Delete a standard account, privileged account, or SA-privileged account - ApsaraDB RDS

You can delete standard accounts, privileged accounts, and SA-privileged accounts from an ApsaraDB RDS for SQL Server instance in the ApsaraDB RDS console or by calling an API operation.

Account permission rules

Privileged account management rules

Operation scenario	Permission behavior
Create a privileged account	When you create the account, it is automatically granted the db_owner role for all existing databases. You do not need to grant permissions manually.
Add a database	The account does not have access permissions to databases created after the account is created. Log on to the ApsaraDB RDS console and modify the permission scope of the privileged account. After you grant permissions, the account obtains the db_owner permission on the new database.
Delete a privileged account	The delete operation permanently removes the account and its operation permissions on all databases. The account can no longer be used to log on or perform any database operations.
Recreate a privileged account	If you create a privileged account again, regardless of whether you use the original username, the system automatically grants the account the db_owner permission on all existing databases in the current instance. For databases created after this, you still need to manually modify permissions to grant the account the db_owner permission.

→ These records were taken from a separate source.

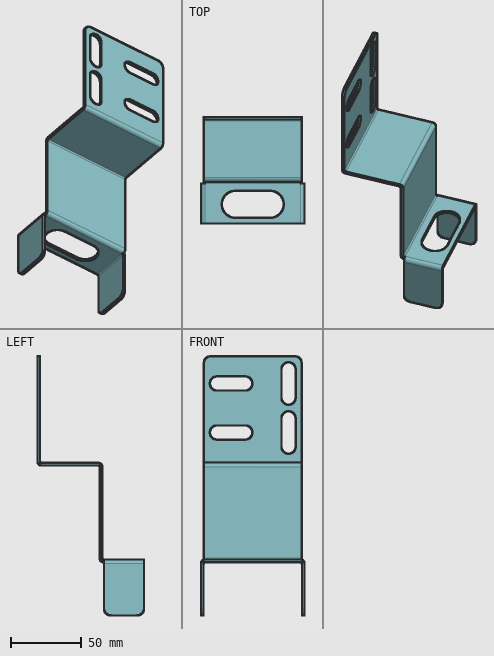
import cadquery as cq

thickness = 2.0
inner_bend = 1.0
outer_bend = inner_bend + thickness
mid_bend = inner_bend + thickness / 2
corner_radius = 5.0

overall_width = 74.0
overall_depth = 76.3
overall_height = 185.1
strip_width = overall_width - 2 * thickness

shelf_top = 109.0
shelf_depth = 46.5
saddle_top = 40.0
saddle_back = -(shelf_depth + inner_bend)
saddle_length = overall_depth + saddle_back

slot_length = 30.2
slot_width = 10.0
slot_margin = 4.5
slot_pitch = 35.0

opening_length = 44.0
opening_width = 19.0
opening_to_front = 13.9


def stepped_strip():
    """Upper plate, shelf, riser and the bend down to the saddle, swept along the middle of the sheet."""
    plate_y = -thickness / 2
    riser_y = -shelf_depth + thickness / 2
    shelf_z = shelf_top - thickness / 2
    saddle_z = saddle_top - thickness / 2
    path = (
        cq.Workplane("YZ")
        .moveTo(plate_y, overall_height)
        .lineTo(plate_y, shelf_z + mid_bend)
        .tangentArcPoint((plate_y - mid_bend, shelf_z), relative=False)
        .lineTo(riser_y + mid_bend, shelf_z)
        .tangentArcPoint((riser_y, shelf_z - mid_bend), relative=False)
        .lineTo(riser_y, saddle_z + mid_bend)
        .tangentArcPoint((saddle_back, saddle_z), relative=False)
    )
    strip = (
        cq.Workplane("XY", origin=(0, plate_y, overall_height))
        .rect(strip_width, thickness)
        .sweep(path)
    )
    return strip.edges("|Y and >Z").fillet(corner_radius)


def mounting_slots():
    """Two lying slots on the left and two standing slots on the right of the upper plate."""
    lying_x = -strip_width / 2 + slot_margin + slot_length / 2
    standing_x = strip_width / 2 - slot_margin - slot_width / 2
    upper_z = overall_height - slot_margin - slot_length / 2
    cutter = cq.Workplane("XZ")
    for z in (upper_z, upper_z - slot_pitch):
        for x, angle in ((lying_x, 0), (standing_x, 90)):
            cutter = cutter.union(
                cq.Workplane("XZ", origin=(x, 0, z)).slot2D(slot_length, slot_width, angle).extrude(thickness)
            )
    return cutter


def channel_block(width, height, bend_radius):
    """Block along the saddle, standing on Z = 0, with its two upper long edges rounded."""
    return (
        cq.Workplane("XY")
        .box(width, saddle_length, height, centered=(True, False, False))
        .translate((0, -overall_depth, 0))
        .edges("|Y and >Z")
        .fillet(bend_radius)
    )


def saddle():
    """Inverted U with rounded bends, rounded lower corners and an oblong opening in its top."""
    outside = channel_block(overall_width, saddle_top, outer_bend)
    inside = channel_block(strip_width, saddle_top - thickness, inner_bend)
    opening = (
        cq.Workplane("XY", origin=(0, -overall_depth + opening_to_front, 0))
        .slot2D(opening_length, opening_width)
        .extrude(saddle_top)
    )
    legs_rounded = outside.edges("|X and <Z").fillet(corner_radius)
    return legs_rounded.cut(inside).cut(opening)


result = stepped_strip().cut(mounting_slots()).union(saddle())

Standard account management rules

Operation scenario	Permission behavior
Create a standard account	When you create the account, you must manually specify the authorized databases and their corresponding permissions: Read/Write, Read-Only, or Owner. If you do not select any database, the account is created but has no access permissions to any database. The account has no permissions on any database. You must manually grant permissions.
Add a database	A standard account does not have access permissions to newly created databases by default. Even if the account was previously granted permissions, it is not automatically associated with new databases. You must manually add the new database to the target account's authorization list and set the corresponding permissions.
Delete a standard account	After the account is deleted, all its database access permissions are permanently purged. The account can no longer be used to log on or perform any database operations. Connections from attached applications will fail. You must update the account and password information promptly.
Recreate a standard account with the same name	Even if you recreate an account with the same name, its original permissions are not automatically restored. The new account is in a "blank state" and has no permissions on any database. You must manually re-authorize databases and set permissions to restore access.

Procedure

Go to the Instances page. In the top navigation bar, select the region in which the RDS instance resides. Then, find the RDS instance and click the ID of the instance.
In the left-side navigation pane, click Accounts.
Find the account that you want to delete, and click Delete in the Actions column.
In the dialog box that appears, click OK.

References

Delete a database account by calling the DeleteAccount API operation.
Use the command line to manage LOGIN users and manage USER users.

FAQ

How do I resolve the error "`The database principal owns a schema in the database.`" when I delete an account from an ApsaraDB RDS for SQL Server instance?

Problem description

When I try to delete an account on the Accounts page of an ApsaraDB RDS for SQL Server instance, the following error message is reported:

The database principal owns a schema in the database.

Cause

When an account is the owner of a schema, an ownership relationship is established between the account and the schema. SQL Server blocks the deletion of such an account to maintain schema integrity. In this scenario, the account cannot be deleted because it is still the owner of one or more schemas in a database.

Solutions

Connect to the SQL Server instance using SQL Server Management Studio (SSMS).
Query the databases in which the target account is a schema owner, and then transfer the schema ownership to another account.
- Method 1: View and change the schema owner in the SSMS graphical user interface (GUI)
- Method 2: View and change the schema owner using SQL statements
  1. Check which databases contain schemas owned by the target account:
```
USE <target_database_name>;
GO
SELECT sis.name AS SchemaName, soo.name AS OwnerName FROM sys.schemas sis JOIN sys.database_principals soo ON sis.principal_id = soo.principal_id where soo.name='username_to_delete'
```
  2. Change the owner of the database schema to another account:
```
ALTER AUTHORIZATION ON SCHEMA::<target_schema_name> TO <new_owner_username>;
```
After you change the owner, return to the Accounts page of the ApsaraDB RDS for SQL Server instance and delete the target account.